I would have them run a line quality test . .


----------



## Tidalwaves (Feb 18, 2011)

*Re: Good internet speed, bad download speed*

On the phone with them right now...I'll get back to you in a few.


----------



## Tidalwaves (Feb 18, 2011)

*Re: Good internet speed, bad download speed*

Supposedly they ran every test imaginable and gave me the option of either having a tech come out and check around the home, but if he had to come inside it would cost me $80. Or, they could send me another modem for free so...I should be receiving that on Saturday and if that doesn't work then I'm screwed because I don't have $80 to spare.

If this is happening on 2 computers then it's gotta be the modem, right? Or am I going to be very disappointed on Saturday or Monday?

The waiting game continues. Thanks again to all who helped me out. I'll get back to you either Sat on Mon.


----------



## Tidalwaves (Feb 18, 2011)

*Re: Good internet speed, bad download speed*

Oddest thing...

I tried downloading something with uTorrent and the speed, while not great or anything, is a hell of a lot better than anything I'm getting directly. 50-100 KB/s.

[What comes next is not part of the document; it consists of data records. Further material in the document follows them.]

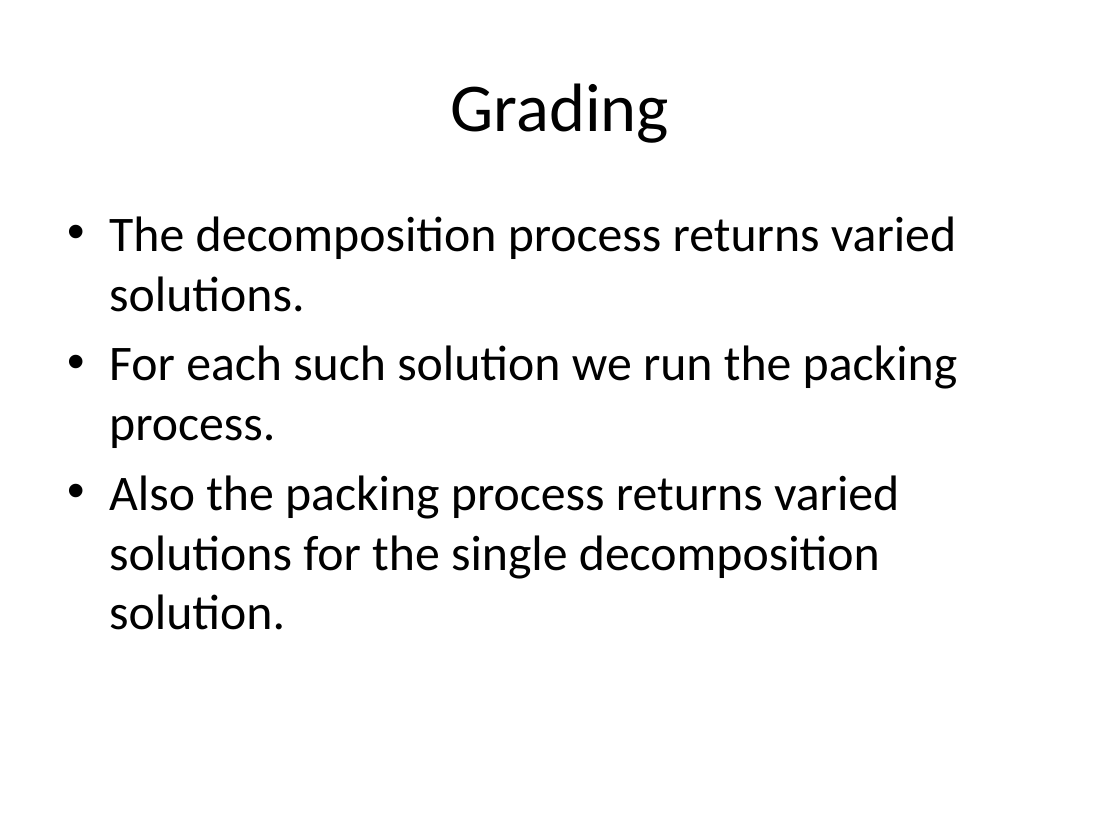
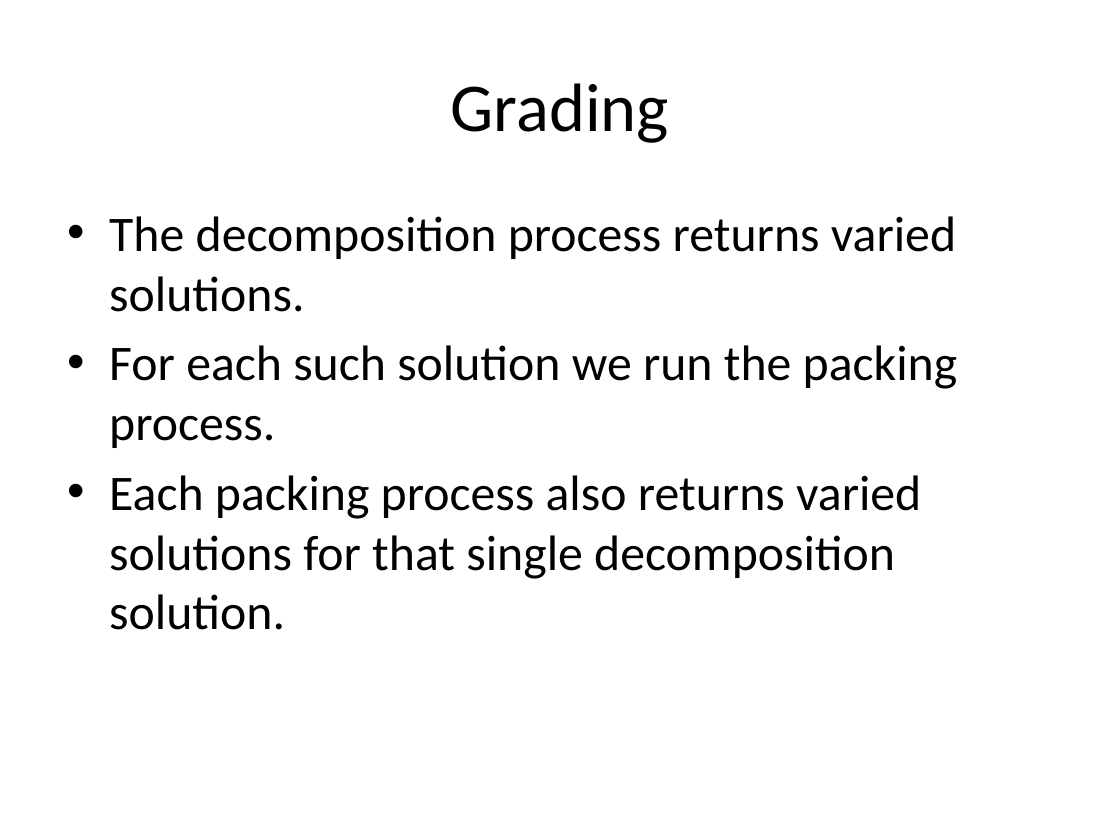
Before and after one commit to orperel/DecomposeForPacking, a slide deck: slide 10 of DecomposeForPacking/docs/Decompose for Packing - Summary and Extensions.pptx (slide 7 before the commit). Drawn at 1120x840 pixels with LibreOffice and Linux fonts; fonts in the diff are those of the drawing. Boxes give left, top, right and bottom in pixels: in the first picture for what was removed or moved away, otherwise in the second. Text is boxed around its words. In the diff, an @@ line names an element or a change of style, - is before the commit and + after.

```diff
--- a/DecomposeForPacking/docs/Decompose for Packing - Summary and Extensions.pptx
+++ b/DecomposeForPacking/docs/Decompose for Packing - Summary and Extensions.pptx
@@ text at (109,475,921,630): text changed @@
-• Also the packing process returns varied solutions for the single decomposition solution.
+• Each packing process also returns varied solutions for that single decomposition solution.
```
Also in this commit, not shown: 15 other slides changed, 13 slides added, 2 slides removed, 15 other files.

What does it all mean?! :banghead:


----------



## Tomken15 (Dec 7, 2011)

*Re: Good internet speed, bad download speed*

I think downloads from uTorrent are assisted by others who stay on for a while with their uploads.

I had exactly the same problem a few months after I joined TalkTalk as you have and no matter what their 2nd line techs suggested, nothing worked.

I can't remember now if it cleared up on its own or if on that occasion it was down to old clamps in the cabinet, it was certainly nothing that TalkTalk did or at least owned up to and a change of router a couple of times just gave me a couple of extra routers to play with.

If you do have a test socket you can plug into with just a microfilter with your computer wired and there's no difference even after trying the replacement modem, then the fault has to be on the line.

Didn't quite understand your explanation of your ISP's setup.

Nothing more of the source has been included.